An in-house developed modified candle jar technique was a cheaper and simpler alternative to a conventional GasPak system which can be applied for isolation of clinically significant anaerobes by the quick reduction of major bulk of O2 using a lighted candle in a screw-capped air-tight jar, along with slow reduction of residual 1-2 per cent O2 by acidified copper-coated steel wool. Candle combustion in a sealed jar produces 15-16 per cent of vacuum due to consumption of O2 in spite of addition of 4-5 per cent of carbon-dioxide leaving 1-2 per cent of O2 from the total 21 per cent present in the air, which makes possible to purge out a substantial part of residual O2 by the second step reaction. This minimized the risk of toxic O2 exposure to the anaerobes by averting the need for a transport medium and delay of processing. Pre-reduced medium can also be obtained ready at hand applying the same candle jar method at minimal cost and efforts.

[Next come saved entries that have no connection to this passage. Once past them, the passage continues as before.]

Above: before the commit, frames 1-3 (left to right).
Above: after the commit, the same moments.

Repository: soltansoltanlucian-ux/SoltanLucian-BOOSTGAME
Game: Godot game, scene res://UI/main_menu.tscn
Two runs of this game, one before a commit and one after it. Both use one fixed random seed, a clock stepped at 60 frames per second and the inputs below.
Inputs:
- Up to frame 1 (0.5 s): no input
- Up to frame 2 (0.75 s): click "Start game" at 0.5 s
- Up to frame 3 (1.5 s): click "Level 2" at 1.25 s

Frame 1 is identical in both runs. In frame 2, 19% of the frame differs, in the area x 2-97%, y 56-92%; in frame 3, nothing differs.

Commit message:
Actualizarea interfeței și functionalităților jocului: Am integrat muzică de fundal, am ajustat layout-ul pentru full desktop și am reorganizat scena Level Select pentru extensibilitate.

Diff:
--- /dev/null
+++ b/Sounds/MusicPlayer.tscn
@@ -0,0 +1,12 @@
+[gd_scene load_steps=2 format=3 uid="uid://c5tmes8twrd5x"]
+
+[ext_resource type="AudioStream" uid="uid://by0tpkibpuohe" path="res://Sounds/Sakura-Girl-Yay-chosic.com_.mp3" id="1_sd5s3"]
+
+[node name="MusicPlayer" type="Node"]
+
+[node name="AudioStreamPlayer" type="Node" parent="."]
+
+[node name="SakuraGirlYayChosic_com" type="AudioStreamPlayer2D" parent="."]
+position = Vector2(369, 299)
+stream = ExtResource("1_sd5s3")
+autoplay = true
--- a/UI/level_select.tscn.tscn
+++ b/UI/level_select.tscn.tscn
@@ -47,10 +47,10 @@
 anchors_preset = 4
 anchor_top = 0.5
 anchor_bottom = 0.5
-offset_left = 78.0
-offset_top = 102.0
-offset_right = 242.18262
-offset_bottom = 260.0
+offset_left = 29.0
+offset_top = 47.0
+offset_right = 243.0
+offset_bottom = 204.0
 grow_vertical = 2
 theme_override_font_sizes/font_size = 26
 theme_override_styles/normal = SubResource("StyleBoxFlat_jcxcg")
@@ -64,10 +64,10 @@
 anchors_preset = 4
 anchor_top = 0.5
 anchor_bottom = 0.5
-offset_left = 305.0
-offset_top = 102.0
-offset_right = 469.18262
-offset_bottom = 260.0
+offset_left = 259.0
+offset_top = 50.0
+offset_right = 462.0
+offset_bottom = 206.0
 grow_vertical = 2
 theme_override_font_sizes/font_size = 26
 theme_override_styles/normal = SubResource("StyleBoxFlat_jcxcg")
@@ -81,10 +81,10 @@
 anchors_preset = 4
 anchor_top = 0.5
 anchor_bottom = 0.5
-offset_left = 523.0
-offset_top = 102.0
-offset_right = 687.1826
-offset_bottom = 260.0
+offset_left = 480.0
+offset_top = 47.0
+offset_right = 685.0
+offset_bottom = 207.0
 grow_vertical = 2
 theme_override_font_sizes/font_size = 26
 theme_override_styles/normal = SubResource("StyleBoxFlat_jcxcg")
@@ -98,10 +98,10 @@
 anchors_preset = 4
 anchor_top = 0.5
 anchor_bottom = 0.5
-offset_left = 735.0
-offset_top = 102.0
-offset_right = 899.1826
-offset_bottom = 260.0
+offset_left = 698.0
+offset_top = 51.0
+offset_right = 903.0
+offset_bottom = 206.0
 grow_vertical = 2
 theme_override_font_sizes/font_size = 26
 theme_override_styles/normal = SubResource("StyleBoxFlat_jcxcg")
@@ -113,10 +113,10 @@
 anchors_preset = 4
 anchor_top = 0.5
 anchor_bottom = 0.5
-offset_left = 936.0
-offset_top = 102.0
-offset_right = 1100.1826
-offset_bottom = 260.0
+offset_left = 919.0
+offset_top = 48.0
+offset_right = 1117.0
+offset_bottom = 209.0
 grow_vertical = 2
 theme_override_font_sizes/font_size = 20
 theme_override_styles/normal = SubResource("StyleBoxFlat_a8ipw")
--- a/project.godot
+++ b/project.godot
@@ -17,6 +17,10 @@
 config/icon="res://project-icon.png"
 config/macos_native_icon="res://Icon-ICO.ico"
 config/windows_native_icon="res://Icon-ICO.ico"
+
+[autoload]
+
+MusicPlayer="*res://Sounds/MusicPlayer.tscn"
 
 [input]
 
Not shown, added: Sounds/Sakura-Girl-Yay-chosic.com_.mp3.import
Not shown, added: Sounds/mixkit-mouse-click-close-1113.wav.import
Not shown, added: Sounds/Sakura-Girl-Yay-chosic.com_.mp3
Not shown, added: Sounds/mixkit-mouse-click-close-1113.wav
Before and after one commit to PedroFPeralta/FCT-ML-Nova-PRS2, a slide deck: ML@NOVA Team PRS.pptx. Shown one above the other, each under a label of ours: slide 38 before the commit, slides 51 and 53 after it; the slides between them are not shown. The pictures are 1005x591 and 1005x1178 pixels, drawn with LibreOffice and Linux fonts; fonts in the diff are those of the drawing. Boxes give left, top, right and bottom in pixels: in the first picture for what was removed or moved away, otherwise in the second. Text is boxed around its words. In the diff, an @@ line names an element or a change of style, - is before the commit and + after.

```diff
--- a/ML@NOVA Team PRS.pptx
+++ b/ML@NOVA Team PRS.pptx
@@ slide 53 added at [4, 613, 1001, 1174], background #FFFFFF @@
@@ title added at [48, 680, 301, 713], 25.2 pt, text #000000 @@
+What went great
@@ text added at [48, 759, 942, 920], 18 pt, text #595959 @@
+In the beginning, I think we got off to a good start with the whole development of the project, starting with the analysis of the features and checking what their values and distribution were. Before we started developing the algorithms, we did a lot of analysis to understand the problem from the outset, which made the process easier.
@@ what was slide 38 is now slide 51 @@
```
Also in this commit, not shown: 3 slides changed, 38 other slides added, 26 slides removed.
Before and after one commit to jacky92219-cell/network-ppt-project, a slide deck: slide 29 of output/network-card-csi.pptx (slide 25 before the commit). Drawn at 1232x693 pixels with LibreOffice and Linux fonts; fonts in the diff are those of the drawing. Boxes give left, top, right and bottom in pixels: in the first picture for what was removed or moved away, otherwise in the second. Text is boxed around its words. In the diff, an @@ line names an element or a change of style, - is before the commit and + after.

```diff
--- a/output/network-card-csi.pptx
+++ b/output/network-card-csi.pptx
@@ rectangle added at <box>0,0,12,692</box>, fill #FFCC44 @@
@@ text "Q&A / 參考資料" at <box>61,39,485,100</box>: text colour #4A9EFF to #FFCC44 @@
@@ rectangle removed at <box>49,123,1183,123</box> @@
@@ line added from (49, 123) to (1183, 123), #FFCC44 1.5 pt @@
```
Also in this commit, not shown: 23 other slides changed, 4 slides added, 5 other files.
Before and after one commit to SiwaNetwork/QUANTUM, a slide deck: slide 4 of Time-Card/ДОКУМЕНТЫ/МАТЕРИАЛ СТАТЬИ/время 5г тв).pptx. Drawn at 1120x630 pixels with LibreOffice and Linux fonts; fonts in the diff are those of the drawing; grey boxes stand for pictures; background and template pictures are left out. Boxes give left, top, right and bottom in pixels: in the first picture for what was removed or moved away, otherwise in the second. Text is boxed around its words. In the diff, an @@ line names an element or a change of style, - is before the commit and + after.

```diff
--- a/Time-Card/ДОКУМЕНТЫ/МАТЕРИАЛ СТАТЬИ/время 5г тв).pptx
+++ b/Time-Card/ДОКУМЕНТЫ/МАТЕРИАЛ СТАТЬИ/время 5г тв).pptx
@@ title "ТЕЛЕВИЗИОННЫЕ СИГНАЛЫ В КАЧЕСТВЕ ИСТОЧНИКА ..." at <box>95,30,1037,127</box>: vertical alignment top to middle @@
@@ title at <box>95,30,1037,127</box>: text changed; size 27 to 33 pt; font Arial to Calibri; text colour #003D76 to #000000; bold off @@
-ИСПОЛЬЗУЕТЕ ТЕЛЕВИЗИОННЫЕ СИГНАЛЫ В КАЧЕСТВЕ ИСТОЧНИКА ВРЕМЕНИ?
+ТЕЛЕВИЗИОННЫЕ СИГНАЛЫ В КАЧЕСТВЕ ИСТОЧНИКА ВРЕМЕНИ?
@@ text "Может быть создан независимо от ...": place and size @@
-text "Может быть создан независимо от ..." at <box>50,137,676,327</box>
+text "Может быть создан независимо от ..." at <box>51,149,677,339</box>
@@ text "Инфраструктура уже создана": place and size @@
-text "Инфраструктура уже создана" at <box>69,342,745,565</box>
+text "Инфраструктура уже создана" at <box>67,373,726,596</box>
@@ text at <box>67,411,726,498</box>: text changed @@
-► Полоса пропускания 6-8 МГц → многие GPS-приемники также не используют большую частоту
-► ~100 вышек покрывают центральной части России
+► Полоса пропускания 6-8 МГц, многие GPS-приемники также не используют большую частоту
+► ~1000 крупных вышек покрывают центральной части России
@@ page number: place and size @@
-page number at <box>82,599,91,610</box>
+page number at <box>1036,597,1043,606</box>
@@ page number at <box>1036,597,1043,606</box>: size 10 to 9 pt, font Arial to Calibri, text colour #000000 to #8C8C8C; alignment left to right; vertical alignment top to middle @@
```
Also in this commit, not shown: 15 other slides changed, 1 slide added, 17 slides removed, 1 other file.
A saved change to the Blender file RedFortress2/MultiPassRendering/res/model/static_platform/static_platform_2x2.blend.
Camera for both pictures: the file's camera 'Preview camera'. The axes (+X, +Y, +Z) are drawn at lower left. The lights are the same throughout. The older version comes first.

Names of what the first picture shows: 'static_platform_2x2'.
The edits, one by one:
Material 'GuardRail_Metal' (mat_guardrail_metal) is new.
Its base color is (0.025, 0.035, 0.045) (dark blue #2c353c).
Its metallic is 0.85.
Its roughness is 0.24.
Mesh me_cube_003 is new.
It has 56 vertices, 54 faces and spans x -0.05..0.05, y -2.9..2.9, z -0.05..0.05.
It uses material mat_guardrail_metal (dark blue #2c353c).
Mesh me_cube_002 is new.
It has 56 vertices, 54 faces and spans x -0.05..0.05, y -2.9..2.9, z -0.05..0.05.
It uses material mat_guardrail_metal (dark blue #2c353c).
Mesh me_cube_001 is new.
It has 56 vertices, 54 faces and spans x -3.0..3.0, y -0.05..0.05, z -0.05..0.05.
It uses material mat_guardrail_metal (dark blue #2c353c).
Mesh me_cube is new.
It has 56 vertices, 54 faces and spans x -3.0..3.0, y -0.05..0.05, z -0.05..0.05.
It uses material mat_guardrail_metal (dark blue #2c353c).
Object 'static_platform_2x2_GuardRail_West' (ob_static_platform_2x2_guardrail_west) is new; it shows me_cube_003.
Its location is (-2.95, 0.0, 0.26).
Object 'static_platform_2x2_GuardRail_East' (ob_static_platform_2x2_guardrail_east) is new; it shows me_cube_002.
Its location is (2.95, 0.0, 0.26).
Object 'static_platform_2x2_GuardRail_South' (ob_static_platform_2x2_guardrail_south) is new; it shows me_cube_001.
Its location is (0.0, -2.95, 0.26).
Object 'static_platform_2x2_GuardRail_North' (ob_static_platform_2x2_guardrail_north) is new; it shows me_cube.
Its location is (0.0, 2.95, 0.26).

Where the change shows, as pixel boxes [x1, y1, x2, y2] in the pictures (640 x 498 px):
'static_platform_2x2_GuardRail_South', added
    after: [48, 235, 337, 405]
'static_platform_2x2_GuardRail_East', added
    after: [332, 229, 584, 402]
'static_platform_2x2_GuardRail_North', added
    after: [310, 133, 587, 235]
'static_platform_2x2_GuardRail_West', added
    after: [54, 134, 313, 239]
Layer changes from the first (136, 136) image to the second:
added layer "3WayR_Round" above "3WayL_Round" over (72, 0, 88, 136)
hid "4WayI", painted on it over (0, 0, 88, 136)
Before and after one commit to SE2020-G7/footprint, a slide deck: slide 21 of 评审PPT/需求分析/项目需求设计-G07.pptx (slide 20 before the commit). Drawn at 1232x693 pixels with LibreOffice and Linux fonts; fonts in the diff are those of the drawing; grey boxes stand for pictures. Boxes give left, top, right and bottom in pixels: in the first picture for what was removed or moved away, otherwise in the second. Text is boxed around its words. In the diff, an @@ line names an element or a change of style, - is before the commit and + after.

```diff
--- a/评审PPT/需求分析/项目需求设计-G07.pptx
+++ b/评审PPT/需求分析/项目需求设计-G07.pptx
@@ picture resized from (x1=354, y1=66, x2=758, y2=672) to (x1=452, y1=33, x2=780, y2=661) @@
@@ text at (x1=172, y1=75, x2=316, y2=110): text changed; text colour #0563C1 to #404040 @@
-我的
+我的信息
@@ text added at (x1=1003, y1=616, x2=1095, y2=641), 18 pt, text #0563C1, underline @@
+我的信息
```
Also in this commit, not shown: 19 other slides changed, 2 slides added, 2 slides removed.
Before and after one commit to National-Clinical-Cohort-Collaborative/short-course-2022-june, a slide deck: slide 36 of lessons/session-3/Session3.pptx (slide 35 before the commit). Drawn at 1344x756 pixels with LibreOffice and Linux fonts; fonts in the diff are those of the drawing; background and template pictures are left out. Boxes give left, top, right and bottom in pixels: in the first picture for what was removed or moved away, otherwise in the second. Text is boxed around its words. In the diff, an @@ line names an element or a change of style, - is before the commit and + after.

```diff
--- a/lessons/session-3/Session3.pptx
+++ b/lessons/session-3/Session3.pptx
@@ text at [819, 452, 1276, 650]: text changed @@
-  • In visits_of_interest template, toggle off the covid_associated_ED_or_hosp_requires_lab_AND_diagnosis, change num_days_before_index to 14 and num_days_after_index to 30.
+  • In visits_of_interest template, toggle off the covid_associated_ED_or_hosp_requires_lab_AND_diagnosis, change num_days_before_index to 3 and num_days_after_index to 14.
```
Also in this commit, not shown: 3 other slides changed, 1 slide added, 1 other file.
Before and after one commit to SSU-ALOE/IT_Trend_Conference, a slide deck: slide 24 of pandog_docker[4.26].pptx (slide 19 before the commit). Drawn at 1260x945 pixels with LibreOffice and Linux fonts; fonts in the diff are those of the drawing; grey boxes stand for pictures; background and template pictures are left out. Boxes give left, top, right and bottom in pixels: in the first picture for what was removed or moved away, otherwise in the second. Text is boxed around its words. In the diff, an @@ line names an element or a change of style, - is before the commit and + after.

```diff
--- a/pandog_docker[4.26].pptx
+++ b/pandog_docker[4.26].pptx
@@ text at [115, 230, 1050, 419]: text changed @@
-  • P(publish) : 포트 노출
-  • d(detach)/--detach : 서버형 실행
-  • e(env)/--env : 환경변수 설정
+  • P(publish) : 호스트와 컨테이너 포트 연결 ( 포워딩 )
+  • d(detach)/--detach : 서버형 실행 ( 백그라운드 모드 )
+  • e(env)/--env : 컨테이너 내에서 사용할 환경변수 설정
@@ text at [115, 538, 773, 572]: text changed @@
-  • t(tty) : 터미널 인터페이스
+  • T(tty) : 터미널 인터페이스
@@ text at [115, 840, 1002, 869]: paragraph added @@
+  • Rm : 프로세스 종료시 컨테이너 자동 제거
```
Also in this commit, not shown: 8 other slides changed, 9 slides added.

The study had some limitations. The sample size was small. Bacterial isolation was not attempted before any antimicrobial therapy in diabetes patients. Future studies could be planned to observe relation with an incidence of microbial colonization and factors precipitating pressure ulcers in such patients.
Conflicts of Interest: Patent entitled “Anaerobic culture on modified blood agar plate kept in a two steps combustion candle jar system” applied. Application no. 191/KOL/2012 A.